Конечно, любая жрица, от последней послушницы до владычицы, теоретически могла завести себе любовника. Но при этом, опять же, вставал вопрос отсутствия мужского контингента в Храме, где представители сильного пола исполняли лишь служебные роли либо изредка появлялись в качестве визитеров, чаще всего – отцов или братьев будущих воспитанниц. Кроме того, статус любовницы, пятнающий репутацию любой женщины, на жрицу богини ложился еще более тяжким пятном позора, ибо служащие Маритэ должны подражать ее чистоте и святости!

Таким образом, жрица, не соблюдающая целомудрия – по крайней мере, не умеющая должным образом скрывать этого – либо переставала быть жрицей, либо лишалась надежды серьезно продвинуться в храмовой иерархии.

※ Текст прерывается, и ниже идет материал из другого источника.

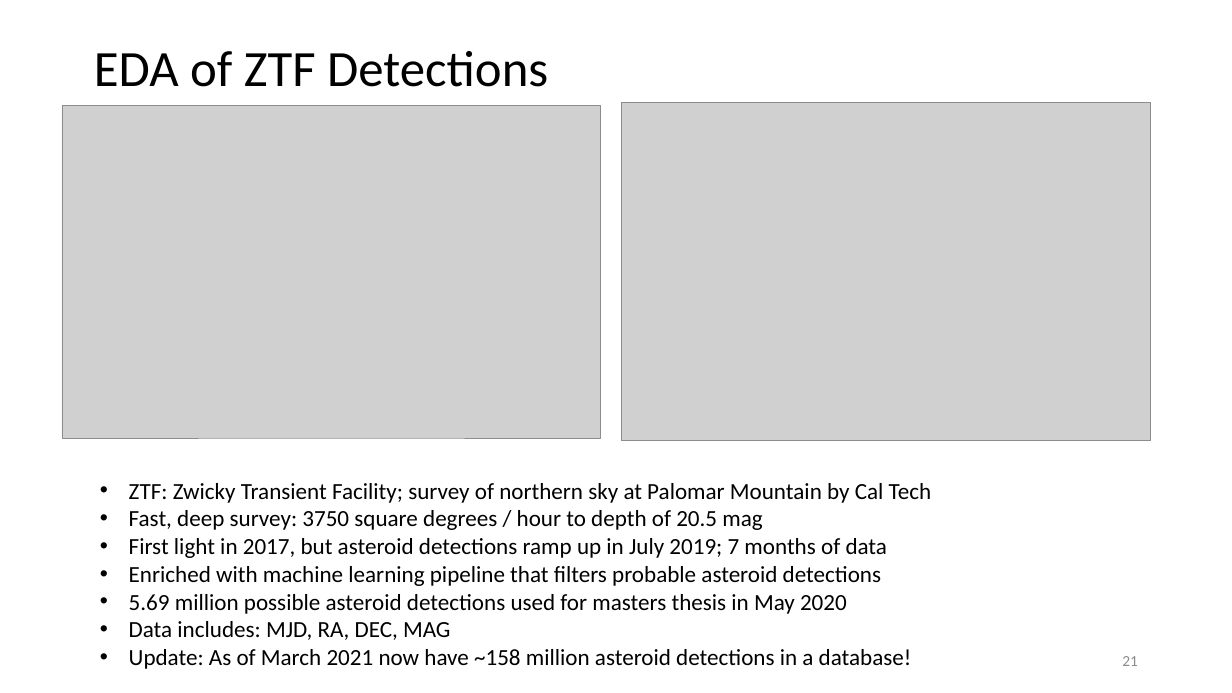
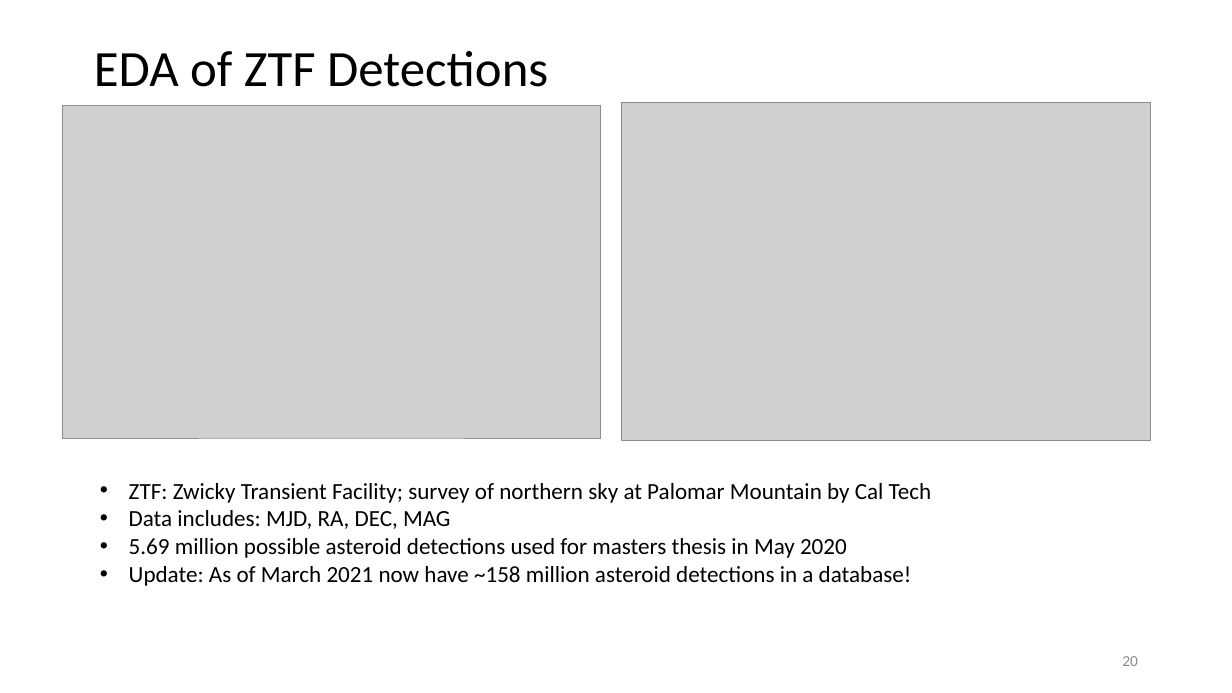
Before and after one commit to memanuel/kepler-sieve, a slide deck: slide 20 of presentation/kepler-sieve-slides.pptx (slide 21 before the commit). Drawn at 1232x693 pixels with LibreOffice and Linux fonts; fonts in the diff are those of the drawing; grey boxes stand for pictures. Boxes give left, top, right and bottom in pixels: in the first picture for what was removed or moved away, otherwise in the second. Text is boxed around its words. In the diff, an @@ line names an element or a change of style, - is before the commit and + after.

Commit message:
revised presentation / less text

```diff
--- a/presentation/kepler-sieve-slides.pptx
+++ b/presentation/kepler-sieve-slides.pptx
@@ text at [129,510,450,529]: text changed @@
-• Fast, deep survey: 3750 square degrees / hour to depth of 20.5 mag
-• First light in 2017, but asteroid detections ramp up in July 2019; 7 months of data
-• Enriched with machine learning pipeline that filters probable asteroid detections
+• Data includes: MJD, RA, DEC, MAG
@@ text at [129,621,450,640]: paragraph removed @@
-• Data includes: MJD, RA, DEC, MAG
@@ page number at [1122,656,1138,666]: text changed @@
-21
+20
```
Also in this commit, not shown: 21 other slides changed, 1 slide added, 5 slides removed, 7 other files.

Совсем недавно голову Нармин кружили честолюбивые планы. Девушке, ставшей за столь короткий срок сначала старшей жрицей, а затем представительницей Храма при особе нового короля в Вельтане, сложно было не представлять себя в мечтах преемницей владычицы Лавинтии. Но стоило ей увидеть короля, как все изменилось. Власть, не выдержав соперничества с любовью, стала казаться далекой, бесполезной и ненужной. В то же время страстное желание быть с любимым заполонило все сознание девушки. Быть рядом в каком угодно качестве! Любовницей – так любовницей! Пусть она провалит миссию, лишится сана старшей жрицы, а то и вовсе будет изгнана из рядов служительниц Маритэ. Пусть! Она согласна на это за один долгий взгляд зеленых глаз, за одну ласковую улыбку.

Да и зачем ей быть жрицей? Она недостойна, слабое девичье сердце доказало это. Нармин не гордилась своей слабостью и предательством по отношению к богине, но она осознавала, что, совершив их, не может и не должна дальше обманывать владычицу, богиню и, главное, себя.

Ее место рядом с ее королем! Неважно, что он никогда не сможет жениться на девушке из обнищавшего дворянского рода, чьи титульные грамоты были утеряны несколько поколений назад, если вообще когда-нибудь существовали. Нармин осознавала, какая пропасть лежит между ней и Валтором Дайрийским. И неважно, что несколько дней назад она мнила себя ужасно важной персоной. Теперь это просто смешно! Кто такая старшая жрица всеми позабытой богини, даже посланная в столицу на коронацию в качестве полномочной представительницы Храма? Кто она в сравнении с блистательным монархом, под властью которого теперь находятся целых два государства?!

Единственное, на что смела надеяться девушка – любовь короля. Слово «любовница» ей претило, поэтому она мысленно называла себя «возлюбленной» Валтора, отдавая себе, впрочем, отчет в том, что более благопристойное название не меняет сути вещей. Итак, она бы пошла и на разрыв с Храмом, и на унизительное положение пассии монарха, если бы не два препятствия, постоянные размышления о которых мучили Нармин тоскливой безнадежностью.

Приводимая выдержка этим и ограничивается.